It’s been days since I’ve heard from him. I received random text messages but not enough to curb my enthusiasm to keep calling. I coped with my courtship my binging on Super Soul Sunday to fill the emptiness. Unfortunately, it raised more questions than answers. Are we charting a celestial course or we drifting apart?
You don’t get to shut down and disappear when you’re in a committed relationship. It causes a mutant strain of anxiety that tears up the tightest bonds. They say absence makes the heart grow fonder. I hope that’s what’s happening. But why the disconnection? Does my boyfriend need a break from me?
Let my mind be still. I get like this when I haven’t written in a while. My thoughts cloud my mind and poison my mood. My emotions are all over the place.
Let’s take him out of the equation. What are my needs and goals outside of this relationship? What about the book? Updating the column? Or traveling the world? Yesterday I received an invitation to New York City. What’s keeping me from accepting it?
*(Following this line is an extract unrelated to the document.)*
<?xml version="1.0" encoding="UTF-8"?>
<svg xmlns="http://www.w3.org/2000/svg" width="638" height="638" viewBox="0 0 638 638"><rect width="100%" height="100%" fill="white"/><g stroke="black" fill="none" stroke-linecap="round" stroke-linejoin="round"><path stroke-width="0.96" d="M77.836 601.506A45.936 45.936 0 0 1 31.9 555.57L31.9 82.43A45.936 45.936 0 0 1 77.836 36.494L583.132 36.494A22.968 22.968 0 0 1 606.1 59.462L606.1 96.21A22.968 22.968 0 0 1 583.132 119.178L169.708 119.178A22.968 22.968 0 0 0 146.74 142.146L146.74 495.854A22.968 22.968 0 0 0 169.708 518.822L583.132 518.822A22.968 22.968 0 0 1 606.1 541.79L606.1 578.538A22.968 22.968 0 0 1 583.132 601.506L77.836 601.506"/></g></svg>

Dating my bipolar boyfriend can be crazier than Congress. The back and forth and constant compromises seem compromising. But my craft is more important than that. And I shouldn’t ever take it for granted.
I’m taking my power back. I’m done calling him. I’ll let him reach out to me. He needs to know what it’s like. Who does that? We left on a good note. Things are in flux with his living situation and divorce. Lord, I can’t wait to feel more settled. Should I mediate?
Or try yoga?
It would be a great stress reliever. It will make me skinnier and more flexible. But I should focus on living out loud.
I turned my phone off. Fuck you and your notifications. Fuck you baby for not answering the phone and thus getting on my fucking nerves. Fuck you Facebook for disabling my account. And fuck you Twitter for making me beg for every damn follower so I can promote my writing for free.
That felt lovely like a blow job on a Sunday afternoon.
My spiritual practice is red wine. A daily glass can wash away my frustrations like a bath. But today I’m replacing those calories by getting my ass in this chair. Writing out my life on the granite counter top to the soothing sounds of classical music. It sounds like a fucking Star Wars movie. Let the force be with me and this double fudge ice cream.
Today I’m leaving everything to God. The night will pass, the sun will rise and it will rain. What ever will be is going to be. So yeah, I’ll deal with the relationship when I deal with it. Right now, there are words on this page.
Fear can take over all five senses and both sides of my brain. So he can focus on what he needs to do and I’ll do the same. I have a book to write, a column to tend to, and a world to see. And I can only afford a one-way ticket.